Is there anything new this year?
The fair itself is well preserved, but there are a couple notable activities orbiting the hoopla. First up, Stephen Malkmus and the Jicks will perform at the opening night artists' party. On Saturday morning, there's an official-sounding "keynote address" courtesy of Helen Molesworth, curator of the Wexner Center for the Arts in Columbus, Ohio, and throughout the weekend, Roger Ballen—a fascinating and controversial photographer—will exhibit his new work, Shadow Chamber. Likewise, videos will be screened all weekend: Friday night kicks off Paul Collins' "24-Hour Three Stooges," and on Sunday, guest curators screen some of their favorite vids.
Many dealers use every square inch of their hotel room for showing art—including the bathroom. Is it cool if I, you know, need to go?
Of course! Our favorite way to handle this is to sniff, "I'd like a few minutes alone with the art." Then grab a copy of ARTnews and disappear.
Will this year's Affair feature as many doodles on lined notebook paper?
With any luck, there will be even more. Trend-spotting artists who missed the boat on the ubiquitous influence of graphic novels and Marcel Dzama's cartoon-ish drawings have an enormous market opportunity: trend-spotting collectors who missed the boat on the ubiquitous influence of graphic novels and Marcel Dzama's cartoon-ish drawings. And really, if we're all late to the party, does it ever have to end?
Visiting any one of these galleries by themselves would be free, so why does the Affair charge an admission fee?
Because you're cheap. If you're not cheap, then you're poor. Okay, if you're holding the Mercury in your grubby little mitts right now, you're probably both. And if you fall into either category, you don't go throwing your money around at art fairs. So if you aren't going to drop a chunk o' change on some lined-notebook-paper doodles, the Affair's got to shake you down for five bucks. Them's the rules. Did you think award-winning destination hotels rent themselves? Overhead, people!

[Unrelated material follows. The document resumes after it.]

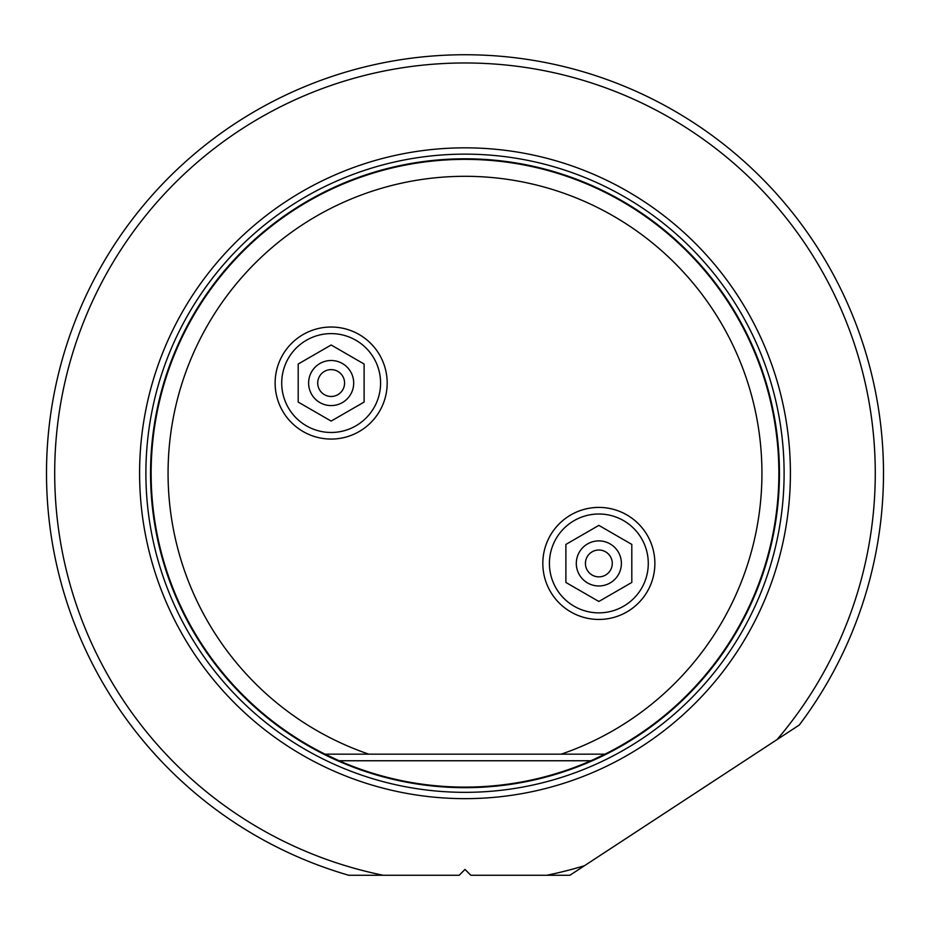 <?xml version="1.0" encoding="UTF-8"?>
<svg xmlns="http://www.w3.org/2000/svg" width="930" height="930" viewBox="0 0 930 930"><rect width="100%" height="100%" fill="white"/><g stroke="black" fill="none" stroke-linecap="round" stroke-linejoin="round"><path stroke-width="1.4" d="M46.5 473.242A418.5 418.5 0 0 0 348.727 875.258L459.176 875.258L465 869.434L470.824 875.258L569.904 875.258L799.288 725.016A418.5 418.5 0 0 0 465 54.742A418.5 418.5 0 0 0 46.5 473.242M684.527 800.184L602.489 853.926L684.527 800.184M546.805 875.258A410.258 410.258 0 0 0 584.482 865.714M777.05 739.583A410.258 410.258 0 0 0 465 62.973A410.258 410.258 0 0 0 383.195 875.258M465 147.835A325.407 325.407 0 0 1 790.407 473.242A325.407 325.407 0 0 1 465 798.649A325.407 325.407 0 0 1 139.593 473.242A325.407 325.407 0 0 1 465 147.835M605 754.16A313.875 313.875 0 0 0 465 159.367A313.875 313.875 0 0 0 325 754.16L561.209 754.16A296.937 296.937 0 0 0 465 176.305A296.937 296.937 0 0 0 368.792 754.16L325 754.16L339.09 760.752A313.875 313.875 0 0 0 590.91 760.752L605 754.16L561.209 754.16L605 754.16M654.871 563.429A56.021 56.021 0 0 1 598.85 619.45A56.021 56.021 0 0 1 542.829 563.429A56.021 56.021 0 0 1 598.85 507.408A56.021 56.021 0 0 1 654.871 563.429M387.171 383.044A56.021 56.021 0 0 1 331.15 439.065A56.021 56.021 0 0 1 275.129 383.044A56.021 56.021 0 0 1 331.15 327.023A56.021 56.021 0 0 1 387.171 383.044M331.15 333.614A49.43 49.43 0 0 0 281.72 383.044A49.43 49.43 0 0 0 331.15 432.473A49.43 49.43 0 0 0 380.579 383.044A49.43 49.43 0 0 0 331.15 333.614M298.193 364.025L331.15 344.995L364.107 364.025L364.107 402.074L331.15 421.092L298.193 402.074L298.193 364.025M331.15 360.503A22.541 22.541 0 0 0 308.609 383.044A22.541 22.541 0 0 0 331.15 405.585A22.541 22.541 0 0 0 353.691 383.044A22.541 22.541 0 0 0 331.15 360.503M331.15 396.471A13.427 13.427 0 0 0 344.577 383.044A13.427 13.427 0 0 0 331.15 369.617A13.427 13.427 0 0 0 317.723 383.044A13.427 13.427 0 0 0 331.15 396.471M598.85 513.999A49.43 49.43 0 0 0 549.421 563.429A49.43 49.43 0 0 0 598.85 612.858A49.43 49.43 0 0 0 648.28 563.429A49.43 49.43 0 0 0 598.85 513.999M565.893 544.41L598.85 525.38L631.807 544.41L631.807 582.459L598.85 601.477L565.893 582.459L565.893 544.41M598.85 540.888A22.541 22.541 0 0 0 576.309 563.429A22.541 22.541 0 0 0 598.85 585.97A22.541 22.541 0 0 0 621.391 563.429A22.541 22.541 0 0 0 598.85 540.888M598.85 576.856A13.427 13.427 0 0 0 612.277 563.429A13.427 13.427 0 0 0 598.85 550.014A13.427 13.427 0 0 0 585.423 563.429A13.427 13.427 0 0 0 598.85 576.856M465 154.136A319.106 319.106 0 0 0 145.894 473.242A319.106 319.106 0 0 0 465 792.337A319.106 319.106 0 0 0 784.106 473.242A319.106 319.106 0 0 0 465 154.136M465 787.675A314.445 314.445 0 0 0 779.445 473.242A314.445 314.445 0 0 0 465 158.798A314.445 314.445 0 0 0 150.555 473.242A314.445 314.445 0 0 0 465 787.675M339.09 760.752L590.91 760.752"/></g></svg>

What was it that Clark Flood recently wrote about art fairs on glasstire.com?
Oh, you must be referring to his essay in which he wrote, "For those who don't know, art fairs are the way of the art world these days. They are as inevitable as kissing the anuses of those more powerful than you, and just as enjoyable. Like the whole world, they make a lot of sense when looked at from the point of view of the very wealthy, because art fairs, like the whole world, are entirely set up to service the very wealthy." Or did you mean the part where he advised artists to stay home? "Your art is exhibited with all the curatorial finesse of the detergent displays at Fiesta, and with as much honor, but you're lucky just to get product onto these supermarket shelves... Then you can enjoy watching a bunch of clueless tourists, blind art professionals, manipulative collectors, and gutless dealers walk around feeling important, dissing each other, and equating the state of their personal financial health with the state of Art Today. In the best-case scenario, they haggle over your work the way old peasant women at a street market in Caracas might haggle over a particularly attractive gourd. That's called being a big hit at the art fair."
Do you agree with Flood?
Would you look at that! We're all out of space here! See you at the Affair!